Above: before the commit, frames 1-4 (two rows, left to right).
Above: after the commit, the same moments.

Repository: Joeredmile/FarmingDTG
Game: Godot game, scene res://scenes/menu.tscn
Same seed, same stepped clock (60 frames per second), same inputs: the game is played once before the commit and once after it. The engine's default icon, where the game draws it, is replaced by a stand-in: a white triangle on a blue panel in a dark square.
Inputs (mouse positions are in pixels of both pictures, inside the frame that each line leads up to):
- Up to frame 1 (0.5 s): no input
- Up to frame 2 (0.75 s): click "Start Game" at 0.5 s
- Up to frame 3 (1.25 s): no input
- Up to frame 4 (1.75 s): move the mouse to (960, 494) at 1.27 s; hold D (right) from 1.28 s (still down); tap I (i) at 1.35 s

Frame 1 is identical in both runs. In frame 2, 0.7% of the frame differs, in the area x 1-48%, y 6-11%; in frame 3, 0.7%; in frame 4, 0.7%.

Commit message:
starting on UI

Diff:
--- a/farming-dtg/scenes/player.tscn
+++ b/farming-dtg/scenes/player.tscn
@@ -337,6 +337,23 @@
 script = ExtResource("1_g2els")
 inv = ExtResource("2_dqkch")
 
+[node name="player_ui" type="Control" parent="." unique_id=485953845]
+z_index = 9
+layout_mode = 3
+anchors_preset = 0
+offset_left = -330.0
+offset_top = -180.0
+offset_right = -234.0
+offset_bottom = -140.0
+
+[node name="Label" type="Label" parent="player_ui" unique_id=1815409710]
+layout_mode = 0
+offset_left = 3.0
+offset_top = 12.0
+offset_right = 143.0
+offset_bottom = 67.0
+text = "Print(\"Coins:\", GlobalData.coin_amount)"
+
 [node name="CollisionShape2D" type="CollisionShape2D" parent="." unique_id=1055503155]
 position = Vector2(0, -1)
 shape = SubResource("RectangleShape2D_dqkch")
...
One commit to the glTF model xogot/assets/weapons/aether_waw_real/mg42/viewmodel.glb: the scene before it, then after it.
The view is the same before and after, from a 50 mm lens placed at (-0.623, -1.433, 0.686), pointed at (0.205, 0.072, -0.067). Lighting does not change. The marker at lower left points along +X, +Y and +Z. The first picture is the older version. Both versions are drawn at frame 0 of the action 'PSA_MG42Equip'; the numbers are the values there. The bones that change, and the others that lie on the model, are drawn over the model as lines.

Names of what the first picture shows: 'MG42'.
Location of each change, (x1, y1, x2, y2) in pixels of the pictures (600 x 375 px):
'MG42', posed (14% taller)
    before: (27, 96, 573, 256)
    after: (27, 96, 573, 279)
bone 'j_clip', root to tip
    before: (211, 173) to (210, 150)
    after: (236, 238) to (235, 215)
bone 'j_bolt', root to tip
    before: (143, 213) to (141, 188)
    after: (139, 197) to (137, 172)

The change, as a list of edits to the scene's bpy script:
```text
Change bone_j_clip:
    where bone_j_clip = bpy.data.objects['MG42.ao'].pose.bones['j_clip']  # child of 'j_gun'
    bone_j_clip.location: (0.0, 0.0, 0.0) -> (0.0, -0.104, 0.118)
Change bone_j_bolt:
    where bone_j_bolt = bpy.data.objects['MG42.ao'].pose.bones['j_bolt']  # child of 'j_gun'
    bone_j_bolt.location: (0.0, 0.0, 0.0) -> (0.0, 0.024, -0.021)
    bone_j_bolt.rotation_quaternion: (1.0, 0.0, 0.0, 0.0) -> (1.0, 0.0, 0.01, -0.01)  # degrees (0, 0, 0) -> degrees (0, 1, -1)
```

* TO DO *
Take the line above containing "Above: before the", the line containing "- Up to frame 4", and all lines in between, and copy them exactly without anything else.

* RESPONSE FOR THIS EXERCISE *
Above: before the commit, frames 1-4 (two rows, left to right).
Above: after the commit, the same moments.

Repository: Joeredmile/FarmingDTG
Game: Godot game, scene res://scenes/menu.tscn
Same seed, same stepped clock (60 frames per second), same inputs: the game is played once before the commit and once after it. The engine's default icon, where the game draws it, is replaced by a stand-in: a white triangle on a blue panel in a dark square.
Inputs (mouse positions are in pixels of both pictures, inside the frame that each line leads up to):
- Up to frame 1 (0.5 s): no input
- Up to frame 2 (0.75 s): click "Start Game" at 0.5 s
- Up to frame 3 (1.25 s): no input
- Up to frame 4 (1.75 s): move the mouse to (960, 494) at 1.27 s; hold D (right) from 1.28 s (still down); tap I (i) at 1.35 s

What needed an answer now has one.